The Company is subject to claims and assessments from time to time in the ordinary course of business. The Company’s management does not believe that any such matters, individually or in the aggregate, will have a material adverse effect on the Company’s business, financial condition, results of operations or cash flows.

 

7.Related Party Transactions

 

The Company periodically enters into unsecured loan agreements with the CEO and various family members to fund working capital needs. These loans do not have specific repayment terms and are not subject to interest charges. The Company pays back these loans as cash flows permit. As of June 30, 2017 and December 31, 2016, the Company held an outstanding loan balance of $38,087 with these related parties.

 

The Company leases its operating facilities from DWT Evans LLC, a company owned by VectorVision CEO David Evans.
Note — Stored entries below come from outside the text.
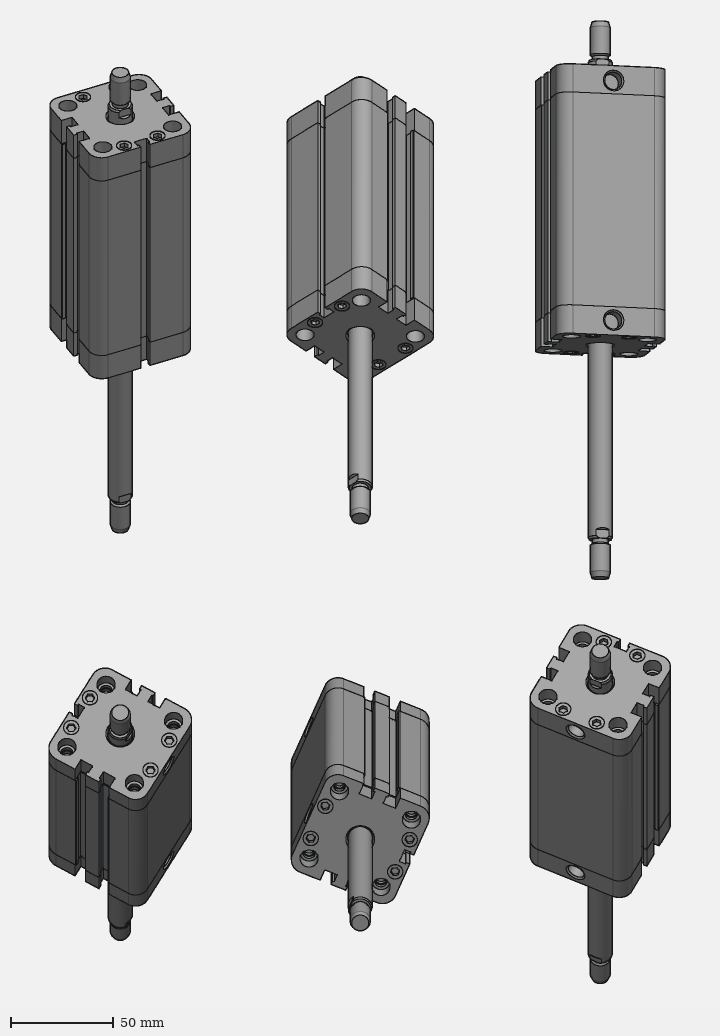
import cadquery as cq
import math


width = 54.8
corner_radius = 7.0
cap_height = 14.0
body_height = 134.3
barrel_height = body_height - 2 * cap_height
body_middle = body_height / 2
outer_face = width / 2

slot_offset = 6.5
slot_opening = 5.0
slot_inner_width = 6.6
slot_lip = 2.0
slot_depth = 5.3
cap_slot_depth = 5.8
lip_chamfer_width = 0.5
lip_chamfer_depth = 0.3

bore_diameter = 40.0
cap_end_wall = 2.8

total_length = 277.0
rod_diameter = 12.0
rod_above_body = 26.5
rod_below_body = total_length - body_height - rod_above_body
rod_end_length = 19.0
thread_diameter = 10.0
tip_diameter = 8.3
tip_taper_length = 2.8
relief_diameter = 8.0
relief_length = 2.0
relief_taper_length = 0.8
shoulder_chamfer_length = 1.0
shoulder_chamfer_depth = 0.5
across_flats = 10.0
flat_length = 4.2
flat_runout_length = 0.8

rod_mouth_diameter = 14.0
rod_mouth_floor_diameter = 12.5
rod_mouth_depth = 1.7
screw_spacing = 38.2
screw_head_diameter = 9.0
screw_head_depth = 8.3
screw_hole_diameter = 6.0
screw_hole_depth = 11.0
screw_core_diameter = 5.0
valve_spacing_x = 45.0
valve_spacing_y = 18.3
valve_diameter = 7.5
valve_recess_depth = 0.3
valve_socket_across_flats = 4.0
valve_socket_depth = 2.5
port_diameter = 8.5
port_mouth_diameter = 10.2
port_mouth_depth = 0.8
port_height = 7.5


def block(height):
    """Square block with rounded vertical edges, standing on Z = 0."""
    return cq.Workplane("XY").rect(width, width).extrude(height).edges("|Z").fillet(corner_radius)


def cylinder(diameter, bottom, top):
    return cq.Workplane("XY", origin=(0, 0, bottom)).circle(diameter / 2).extrude(top - bottom)


def cone(bottom_diameter, top_diameter, height):
    """Truncated cone on the Z axis, standing on Z = 0."""
    return (
        cq.Workplane("XY")
        .circle(bottom_diameter / 2)
        .workplane(offset=height)
        .circle(top_diameter / 2)
        .loft()
    )


def plain_t_slot(height):
    """Symmetric T-slot cutter centred on X = 0."""
    opening = cq.Workplane("XY").rect(slot_opening, 2 * slot_depth).extrude(height)
    inner_depth = slot_depth - slot_lip
    inner = (
        cq.Workplane("XY")
        .center(0, slot_lip + inner_depth / 2)
        .rect(slot_inner_width, inner_depth)
        .extrude(height)
    )
    return opening.union(inner).translate((0, -outer_face, 0))


def barrel_slot(height):
    """T-slot cutter with a chamfer on the edge of its +X lip."""
    chamfer = (
        cq.Workplane("XY")
        .moveTo(slot_opening / 2, -outer_face)
        .lineTo(slot_opening / 2 + lip_chamfer_width, -outer_face)
        .lineTo(slot_opening / 2, -outer_face + lip_chamfer_depth)
        .close()
        .extrude(height)
    )
    return plain_t_slot(height).union(chamfer)


def cap_slot(height):
    """Slot cutter with a lip on its -X side and a straight wall on its +X side."""
    lip_edge = -slot_opening / 2
    wall = slot_inner_width / 2
    return (
        cq.Workplane("XY")
        .moveTo(lip_edge, -outer_face)
        .lineTo(lip_edge, -outer_face + slot_lip)
        .lineTo(-wall, -outer_face + slot_lip)
        .lineTo(-wall, -outer_face + cap_slot_depth)
        .lineTo(wall, -outer_face + cap_slot_depth)
        .lineTo(wall, -outer_face)
        .close()
        .extrude(height)
    )


def cut_slots(body, paired_slot, height):
    """Cut two slots in each Y face and one plain slot in the +X face."""
    right_slot = paired_slot.translate((slot_offset, 0, 0))
    left_slot = right_slot.mirror("YZ")
    for slot in (right_slot, left_slot):
        body = body.cut(slot).cut(slot.mirror("XZ"))
    return body.cut(plain_t_slot(height).rotate((0, 0, 0), (0, 0, 1), 90))


def make_barrel():
    barrel = cut_slots(block(barrel_height), barrel_slot(barrel_height), barrel_height)
    barrel = barrel.cut(cylinder(bore_diameter, 0, barrel_height))
    return barrel.translate((0, 0, cap_height))


def corner_points(spacing_x, spacing_y):
    """Workplane on the outer face with a point at each corner of a rectangle."""
    outer_plane = cq.Workplane("XY", origin=(0, 0, cap_height))
    return outer_plane.rect(spacing_x, spacing_y, forConstruction=True).vertices()


def cut_screw_holes(cap):
    """Cut four counterbored screw holes that narrow to a thread core."""
    steps = [
        (screw_head_diameter, screw_head_depth),
        (screw_hole_diameter, screw_hole_depth),
        (screw_core_diameter, cap_height),
    ]
    for diameter, depth in steps:
        holes = corner_points(screw_spacing, screw_spacing).circle(diameter / 2).extrude(-depth)
        cap = cap.cut(holes)
    return cap


def cut_valves(cap):
    """Cut four shallow round recesses, each with a hexagon socket that has corners at +Y and -Y."""
    recesses = corner_points(valve_spacing_x, valve_spacing_y).circle(valve_diameter / 2)
    cap = cap.cut(recesses.extrude(-valve_recess_depth))
    socket_radius = valve_socket_across_flats / math.sqrt(3)
    corners = []
    for index in range(6):
        angle = math.radians(90 + 60 * index)
        corners.append((socket_radius * math.cos(angle), socket_radius * math.sin(angle)))
    hexagon = cq.Workplane("XY").polyline(corners).close().extrude(-valve_socket_depth).val()
    sockets = corner_points(valve_spacing_x, valve_spacing_y).eachpoint(hexagon, combine=False)
    return cap.cut(cq.Workplane(cq.Compound.makeCompound(sockets.vals())))


def port_cutter():
    """Air port that runs from the -X face in to the bore, with a chamfered mouth."""
    port = cylinder(port_diameter, 0, outer_face)
    mouth = cone(port_mouth_diameter, port_diameter, port_mouth_depth)
    along_x = port.union(mouth).rotate((0, 0, 0), (0, 1, 0), 90)
    return along_x.translate((-outer_face, 0, cap_height - port_height))


def make_cap():
    cap = cut_slots(block(cap_height), cap_slot(cap_height), cap_height)
    cap = cap.cut(cylinder(bore_diameter, 0, cap_height - cap_end_wall))
    cap = cap.cut(cylinder(rod_diameter, 0, cap_height))
    rod_mouth = cone(rod_mouth_floor_diameter, rod_mouth_diameter, rod_mouth_depth)
    cap = cap.cut(rod_mouth.translate((0, 0, cap_height - rod_mouth_depth)))
    cap = cut_screw_holes(cap)
    cap = cut_valves(cap)
    return cap.cut(port_cutter())


def make_core():
    """Cylinder that fills the bore between the end walls of the caps, around the rod."""
    core = cylinder(bore_diameter, cap_end_wall, body_height - cap_end_wall)
    return core.cut(cylinder(rod_diameter, 0, body_height))


def half_rod(length):
    """Half of the rod, from Z = 0 up to its threaded tip at Z = length."""
    shoulder = length - rod_end_length
    relief_end = shoulder + relief_length
    rod_radius = rod_diameter / 2
    turned = (
        cq.Workplane("XZ")
        .lineTo(rod_radius, 0)
        .lineTo(rod_radius, shoulder - shoulder_chamfer_length)
        .lineTo(rod_radius - shoulder_chamfer_depth, shoulder)
        .lineTo(relief_diameter / 2, shoulder)
        .lineTo(relief_diameter / 2, relief_end)
        .lineTo(thread_diameter / 2, relief_end + relief_taper_length)
        .lineTo(thread_diameter / 2, length - tip_taper_length)
        .lineTo(tip_diameter / 2, length)
        .lineTo(0, length)
        .close()
        .revolve(360, (0, 0, 0), (0, 1, 0))
    )
    flat_end = shoulder - flat_length
    flat = (
        cq.Workplane("XZ")
        .moveTo(across_flats / 2, shoulder)
        .lineTo(rod_radius, shoulder)
        .lineTo(rod_radius, flat_end - flat_runout_length)
        .lineTo(across_flats / 2, flat_end)
        .close()
        .extrude(rod_radius, both=True)
    )
    return turned.cut(flat).cut(flat.mirror("YZ"))


def make_rod():
    upper_half = half_rod(body_middle + rod_above_body)
    lower_half = half_rod(body_middle + rod_below_body).mirror("XY")
    return upper_half.union(lower_half).translate((0, 0, body_middle))


barrel = make_barrel()
upper_cap = make_cap().translate((0, 0, body_height - cap_height))
lower_cap = make_cap().mirror("XY").translate((0, 0, cap_height))
core = make_core()
rod = make_rod()

result = cq.Compound.makeCompound(
    [barrel.val(), upper_cap.val(), lower_cap.val(), core.val(), rod.val()]
)

During the six months ended June 30, 2017 and 2016, general and administrative costs included $9,300 and $8,100, respectively, under this lease arrangement.

 

8.Subsequent Events

  

On September 29, 2017, Guardion Health Sciences, Inc. (“Guardion”), through a wholly-owned subsidiary, completed the acquisition of substantially all of the assets and liabilities of the Company in exchange for 3,050,000 shares of Guardion’s common stock, pursuant to the terms of an Asset Purchase and Reorganization Agreement, which was entered into on an arms-legnth basis between the parties. Dr. David Evans, the founder of VectorVision, was appointed to Guardion’s Board of Directors on September 29, 2017.